SQL Database Design Best Practice (Addresses)

I just have some cautions. For each of these, there's more than one way to fix the problem.

First, normalization doesn't mean "replace text with an id number".

Second, you don't have a key. I know, you have a column declared "PRIMARY KEY", but that's not enough.

insert into Addresses 
  (Address1, Address2, Address3, City, State, Country, PostalCode)
values
  ('President Obama', '1600 Pennsylvania Avenue NW', NULL, 'Washington', 'DC', 'US', '20500'),
  ('President Obama', '1600 Pennsylvania Avenue NW', NULL, 'Washington', 'DC', 'US', '20500'),
  ('President Obama', '1600 Pennsylvania Avenue NW', NULL, 'Washington', 'DC', 'US', '20500'),
  ('President Obama', '1600 Pennsylvania Avenue NW', NULL, 'Washington', 'DC', 'US', '20500');

select * from Addresses;

1;President Obama;1600 Pennsylvania Avenue NW;;Washington;DC;US;20500
2;President Obama;1600 Pennsylvania Avenue NW;;Washington;DC;US;20500
3;President Obama;1600 Pennsylvania Avenue NW;;Washington;DC;US;20500
4;President Obama;1600 Pennsylvania Avenue NW;;Washington;DC;US;20500

In the absence of any other constraints, your "primary key" identifies a row; it doesn't identify an address. Identifying a row is usually not good enough.

Third, "Address1", "Address2", and "Address3" aren't attributes of addresses. They're attributes of mailing labels. (Lines on a mailing label.) That distinction might not be important to you. It's really important to me.

Fourth, addresses have a lifetime. Between birth and death, they sometimes change. They change when streets get re-routed, buildings get divided, buildings get undivided, and sometimes (I'm pretty sure) when a city employee has a pint too many. Natural disasters can eliminate whole communities. Sometimes buildings get renumbered. In our database, which is tiny compared to most, about 1% per year change like that.

When an address dies, you have to do two things.

  • Make sure nobody uses that address to mail, ship, or whatever.
  • Make sure its death doesn't affect historical data.

When an address itself changes, you have to do two things.

  • Some data must reflect that change. Make sure it does.
  • Some data must not reflect that change. Make sure it doesn't.

Fifth, DRY doesn't apply to foreign keys. Their whole purpose is to be repeated. The only question is how wide a key? An id number is narrow, but requires a join. (10 id numbers might require 10 joins.) An address is wide, but requires no joins. (I'm talking here about a proper address, not a mailing label.)
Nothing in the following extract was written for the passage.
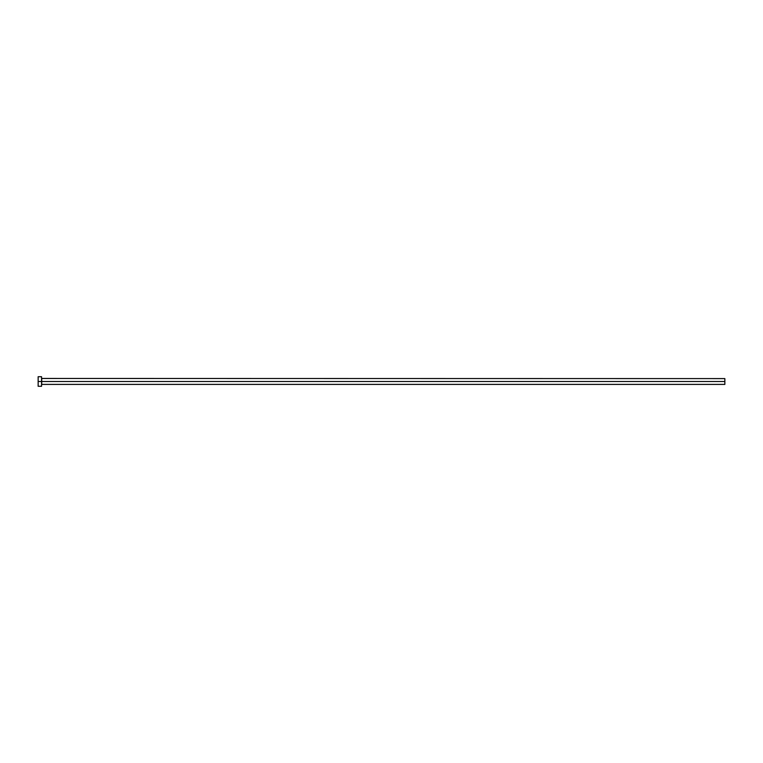 <?xml version="1.0" encoding="UTF-8"?>
<svg xmlns="http://www.w3.org/2000/svg" width="763" height="763" viewBox="0 0 763 763"><rect width="100%" height="100%" fill="white"/><g stroke="black" fill="none" stroke-linecap="round" stroke-linejoin="round"><path stroke-width="1.14" d="M38.15 386.278L38.15 376.722L38.15 381.5L724.85 381.5L724.85 384.399L724.85 381.5L41.707 381.5L41.707 378.601L41.707 381.5L38.15 381.5L38.15 386.278L41.564 386.278L41.564 376.722L41.564 386.278M41.564 384.542L41.707 381.5L41.707 384.399L724.85 384.399M724.85 381.5L724.85 378.601L724.85 381.5M724.85 378.601L41.564 378.458M38.15 376.722L41.564 376.722"/></g></svg>

That's all I can think of off the top of my head.


You're on the right track by breaking address out into its own table. I'd add a couple of additional suggestions.

  1. Consider taking the Address FK columns out of the Customers/Orders tables and creating junction tables instead. In other words, treat Customers/Addresses and Orders/Addresses as many-to-many relationships in your design now so you can easily support multiple addresses in the future. Yes, this means introducing more tables and joins, but the flexibility you gain is well worth the effort.

  2. Consider creating lookup tables for city, state and country entities. The city/state/country columns of the address table then consist of FKs pointing to these lookup tables. This allows you to guarantee consistent spellings across all addresses and gives you a place to store additional metadata (e.g., city population) if needed in the future.


I think there is a problem you are not aware of and that is that some of this data is time sensitive. You do not want your records to show you shipped an order to 35 State St, Chicago Il, when you actually sent it to 10 King Street, Martinsburg WV but the customer moved two years after the order was shipped. So yes, build an address table to get the address at that moment in time as long as any change to the address for someone like a customer results in a new addressid not in changing the current address which would break the history on an order.